Even if you’ll later say that you saw it coming, nearly all breakups catch us off-guard. When that heart-wrenching moment happens to you it’s time to start looking forward, put the past in the past, and process through the pain. Personally, I thrive off of taking a step back and looking at the relationship and breakup from a place of logic, instead of emotion.
Here are a few things you may not expect, that can be extremely helpful as you work through a breakup:
He’s not interested anymore.
Why waste your time and energy on someone who doesn’t want you? The number one quality to look for in a partner in their love of you and their appreciation for all the wonderful things you are. They don’t see it? Don’t waste your time.
He didn’t know you.
Maybe he knew your favorite color or cocktail of choice, but he didn’t deeply, truly know and understand you. If he had the capacity to know and truly know you, he wouldn’t leave.

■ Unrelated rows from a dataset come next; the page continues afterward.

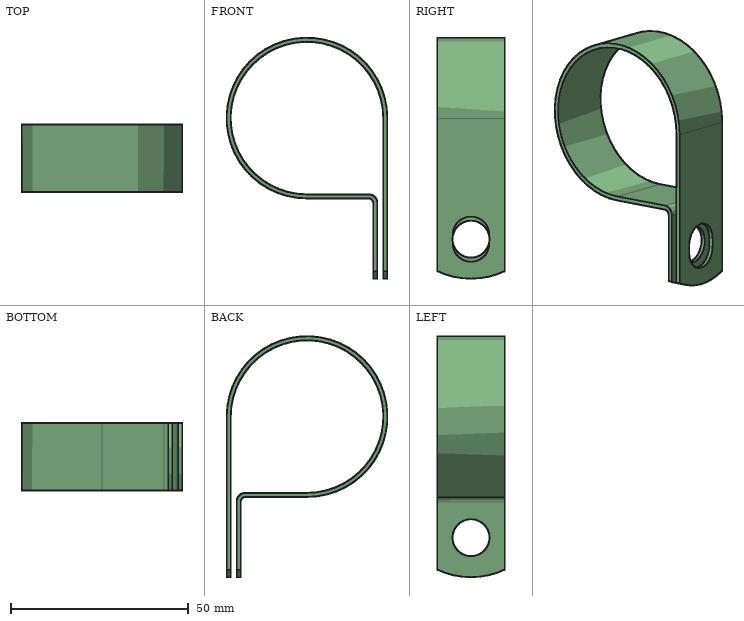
import cadquery as cq
import math

inner_diameter = 42.86
thickness = 1.215
width = 19.05
drop = 45.215
leg_gap = 1.5875
bend_inner_radius = 1.3
hole_diameter = 10.32
slot_length = 12.7
slot_angle = 90
hole_to_tip = 11.15
tip_radius = 22.225

inner_radius = inner_diameter / 2
outer_radius = inner_radius + thickness
bend_outer_radius = bend_inner_radius + thickness
short_leg_right = inner_radius - leg_gap
short_leg_left = short_leg_right - thickness
bend_center_x = short_leg_right - bend_outer_radius
bend_center_z = -inner_radius - bend_outer_radius
diagonal = math.sqrt(0.5)


def strap():
    """Loop, straight long leg, and short leg bent down from the loop's flat bottom."""
    bend_outer_mid = (bend_center_x + bend_outer_radius * diagonal,
                      bend_center_z + bend_outer_radius * diagonal)
    bend_inner_mid = (bend_center_x + bend_inner_radius * diagonal,
                      bend_center_z + bend_inner_radius * diagonal)
    loop_outer_mid = (-outer_radius * diagonal, outer_radius * diagonal)
    loop_inner_mid = (-inner_radius * diagonal, inner_radius * diagonal)
    return (
        cq.Workplane("XZ")
        .moveTo(outer_radius, -drop)
        .lineTo(outer_radius, 0)
        .threePointArc(loop_outer_mid, (0, -outer_radius))
        .lineTo(bend_center_x, -outer_radius)
        .threePointArc(bend_inner_mid, (short_leg_left, bend_center_z))
        .lineTo(short_leg_left, -drop)
        .lineTo(short_leg_right, -drop)
        .lineTo(short_leg_right, bend_center_z)
        .threePointArc(bend_outer_mid, (bend_center_x, -inner_radius))
        .lineTo(0, -inner_radius)
        .threePointArc(loop_inner_mid, (inner_radius, 0))
        .lineTo(inner_radius, -drop)
        .close()
        .extrude(width / 2, both=True)
    )


def rounded_end_envelope():
    """Block around the strap whose lower end is the arc that rounds the leg tips."""
    half_width = width / 2
    corner_z = -drop + tip_radius - math.sqrt(tip_radius**2 - half_width**2)
    return (
        cq.Workplane("YZ")
        .moveTo(-half_width, outer_radius)
        .lineTo(-half_width, corner_z)
        .threePointArc((0, -drop), (half_width, corner_z))
        .lineTo(half_width, outer_radius)
        .close()
        .extrude(outer_radius, both=True)
    )


def leg_plane(leg_left):
    """Workplane on the left face of a leg, centred on the bolt axis."""
    return cq.Workplane("YZ", origin=(leg_left, 0, hole_to_tip - drop))


def short_leg_hole():
    """Round bolt hole through the short leg."""
    return leg_plane(short_leg_left).circle(hole_diameter / 2).extrude(thickness)


def long_leg_slot():
    """Slot through the long leg, lengthened along Z for adjustment."""
    return leg_plane(inner_radius).slot2D(slot_length, hole_diameter, slot_angle).extrude(thickness)


result = (
    strap()
    .intersect(rounded_end_envelope())
    .cut(short_leg_hole())
    .cut(long_leg_slot())
)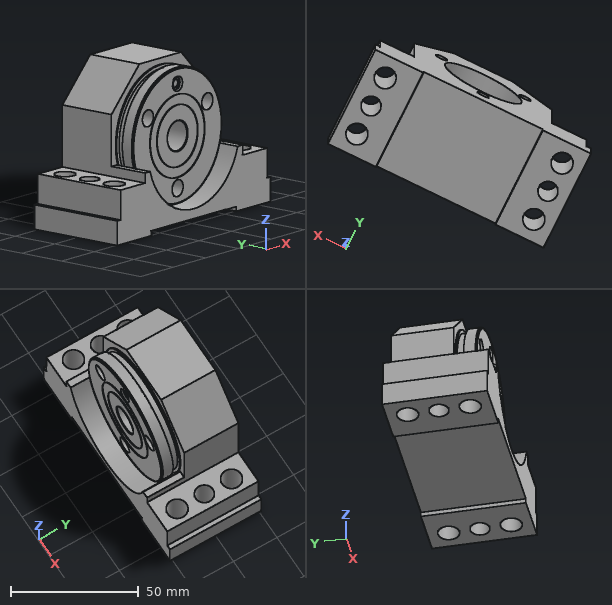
import cadquery as cq
import math

width = 94.0
depth = 42.0
height = 64.0

shoulder_width = 90.0
ledge_height = 10.0
shoulder_height = 22.0
relief_width = 52.0
relief_height = 2.0

tower_width = 60.0
corner_chamfer = 17.1
tower_depth = 25.0
front_lip_height = 26.0
tower_front = depth - tower_depth

foot_hole_x = 38.5
foot_bolt_pitch = 25.0
foot_bolt_diameter = 8.6
dowel_diameter = 7.8

axis_height = 34.0
bearing_diameter = 55.0
bearing_width = 25.0
bearing_projection = 8.7
bore_diameter = 12.0
bore_chamfer = 0.3
bearing_front = tower_front - bearing_projection

bevel_length = 0.7
bevel_inset = 0.6
bevel_break_length = 0.3
bevel_break_inset = 0.2

rim_groove_offset = 5.3
rim_groove_width = 2.9
rim_groove_depth = 1.5

seal_outer_diameter = 33.5
seal_inner_diameter = 25.0
seal_recess_depth = 0.3

bolt_circle_diameter = 42.0
mounting_hole_diameter = 6.8
tapped_hole_diameter = 5.0
mounting_angles = [30, 150, 270]
port_angle = 90
port_mouth_diameter = 6.0
port_floor_diameter = 5.0
port_depth = 0.8
port_bore_diameter = 3.4
port_bore_depth = 1.3

front_recess_diameter = 56.0
clearance_bore_diameter = seal_outer_diameter


def cylinder(diameter, start_y, length, x=0.0, z=axis_height):
    """Cylinder along +Y that starts at start_y."""
    start = cq.Vector(x, start_y, z)
    return cq.Workplane(cq.Solid.makeCylinder(diameter / 2, length, start, cq.Vector(0, 1, 0)))


def bolt_circle_point(angle):
    """X and Z of the place at this angle on the bolt circle."""
    radius = bolt_circle_diameter / 2
    turn = math.radians(angle)
    return radius * math.cos(turn), axis_height + radius * math.sin(turn)


def make_housing_blank():
    """Foot and tower outline, cut back at the front above the lip."""
    half_outline = [
        (0, relief_height),
        (relief_width / 2, relief_height),
        (relief_width / 2, 0),
        (width / 2, 0),
        (width / 2, ledge_height),
        (shoulder_width / 2, ledge_height),
        (shoulder_width / 2, shoulder_height),
        (tower_width / 2, shoulder_height),
        (tower_width / 2, height - corner_chamfer),
        (tower_width / 2 - corner_chamfer, height),
        (0, height),
    ]
    blank = cq.Workplane("XZ").polyline(half_outline).mirrorY().extrude(-depth)
    front_step = cq.Workplane("XY").box(width, tower_front, height, centered=(True, False, False))
    return blank.cut(front_step.translate((0, 0, front_lip_height)))


def make_housing():
    """Pillow block with its bearing seat, tapped holes and foot holes."""
    housing = make_housing_blank()
    housing = housing.cut(cylinder(front_recess_diameter, 0, tower_front))
    housing = housing.cut(cylinder(bearing_diameter, bearing_front, bearing_width))
    housing = housing.cut(cylinder(clearance_bore_diameter, 0, depth))

    for angle in mounting_angles:
        x, z = bolt_circle_point(angle)
        housing = housing.cut(cylinder(tapped_hole_diameter, tower_front, tower_depth, x, z))

    foot_holes = [
        (-foot_bolt_pitch / 2, foot_bolt_diameter),
        (0, dowel_diameter),
        (foot_bolt_pitch / 2, foot_bolt_diameter),
    ]
    for x in (-foot_hole_x, foot_hole_x):
        for y_offset, diameter in foot_holes:
            hole = cq.Workplane("XY").center(x, depth / 2 + y_offset).circle(diameter / 2).extrude(height)
            housing = housing.cut(hole)
    return housing


def ring(outer_diameter, inner_diameter, start_y, length):
    """Ring around the bearing axis."""
    return cylinder(outer_diameter, start_y, length).cut(cylinder(inner_diameter, start_y, length))


def make_lubrication_port():
    """Tapered recess with a smaller blind hole in its floor, as the solid to cut away."""
    x, z = bolt_circle_point(port_angle)
    mouth_center = cq.Vector(x, bearing_front, z)
    inward = cq.Vector(0, 1, 0)
    taper = cq.Solid.makeCone(port_mouth_diameter / 2, port_floor_diameter / 2, port_depth, mouth_center, inward)
    return cq.Workplane(taper).union(cylinder(port_bore_diameter, bearing_front, port_bore_depth, x, z))


def make_bearing_blank():
    """Turned ring with the beveled front rim and the chamfered bore."""
    outer_radius = bearing_diameter / 2
    bore_radius = bore_diameter / 2
    bearing_back = bearing_front + bearing_width
    section = [
        (bore_radius, bearing_back),
        (bore_radius, bearing_front + bore_chamfer),
        (bore_radius + bore_chamfer, bearing_front),
        (outer_radius - bevel_inset, bearing_front),
        (outer_radius - bevel_break_inset, bearing_front + bevel_break_length),
        (outer_radius, bearing_front + bevel_length),
        (outer_radius, bearing_back),
    ]
    turned = cq.Workplane("XY").polyline(section).close().revolve(360, (0, 0, 0), (0, 1, 0))
    return turned.translate((0, 0, axis_height))


def make_bearing():
    """Bearing unit with rim groove, seal recess, mounting holes and lubrication port."""
    bearing = make_bearing_blank()

    rim_floor_diameter = bearing_diameter - 2 * rim_groove_depth
    rim_groove_start = bearing_front + rim_groove_offset
    bearing = bearing.cut(ring(bearing_diameter, rim_floor_diameter, rim_groove_start, rim_groove_width))
    bearing = bearing.cut(ring(seal_outer_diameter, seal_inner_diameter, bearing_front, seal_recess_depth))

    for angle in mounting_angles:
        x, z = bolt_circle_point(angle)
        bearing = bearing.cut(cylinder(mounting_hole_diameter, bearing_front, bearing_width, x, z))
    return bearing.cut(make_lubrication_port())


housing = make_housing()
bearing = make_bearing()
result = cq.Compound.makeCompound([housing.val(), bearing.val()])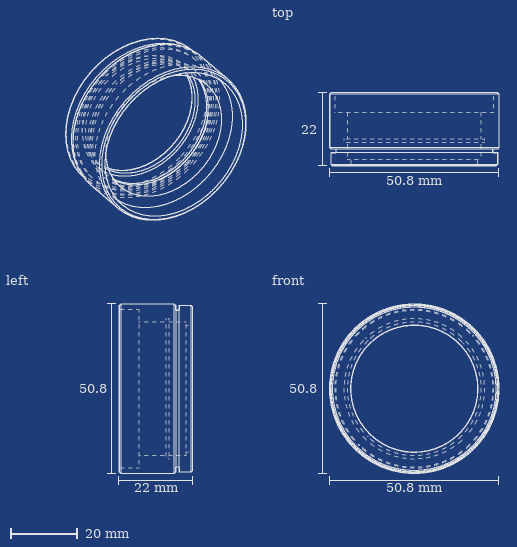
import cadquery as cq

outer_radius = 25.4
ring_width = 22.0
front_y = -ring_width / 2
back_y = ring_width / 2
edge_chamfer = 0.5

lip_radius = 25.0
lip_width = 4.0
outer_groove_radius = 23.5
groove_width = 1.0
groove_front_y = front_y + lip_width
body_front_y = groove_front_y + groove_width

front_bore_radius = 19.0
front_bore_depth = 2.0
main_bore_radius = 20.0
inner_groove_radius = 21.05
inner_groove_offset = 7.0
back_bore_radius = 23.75
back_bore_offset = 16.0
main_bore_front_y = front_y + front_bore_depth
inner_groove_front_y = front_y + inner_groove_offset
inner_groove_back_y = inner_groove_front_y + groove_width
back_bore_front_y = front_y + back_bore_offset


def disc(radius, start_y, end_y):
    """Solid cylinder about the Y axis between two Y positions."""
    plane = cq.Workplane("XZ", origin=(0, start_y, 0))
    return plane.circle(radius).extrude(start_y - end_y)


lip = disc(lip_radius, front_y, groove_front_y).faces("<Y").chamfer(edge_chamfer)
groove_core = disc(outer_groove_radius, groove_front_y, body_front_y)
body = disc(outer_radius, body_front_y, back_y).edges("%CIRCLE").chamfer(edge_chamfer)
ring = lip.union(groove_core).union(body)

ring = ring.cut(disc(front_bore_radius, front_y, main_bore_front_y))
ring = ring.cut(disc(main_bore_radius, main_bore_front_y, back_bore_front_y))
ring = ring.cut(disc(inner_groove_radius, inner_groove_front_y, inner_groove_back_y))
ring = ring.cut(disc(back_bore_radius, back_bore_front_y, back_y))

result = ring

A person that can understand all the nooks and crannies of who you are will want to stay.
If he’s “too busy” or has “too much going on” right now for a relationship.
He can’t meet your needs. If he doesn’t have “time” for you what he means is he doesn’t want to have time for your needs. If he’s listing off a ton of reasons why the two of you can’t be together all he’s doing is crafting his cop-out argument. If you’re “too much” or moving “too fast” it means he’s someone who can’t keep up.
He set you free.
It’s simple. He released you from a relationship with someone who couldn’t give you everything that you deserve and desire. You have so much freedom in being a “me” instead of a “we”. Embrace it.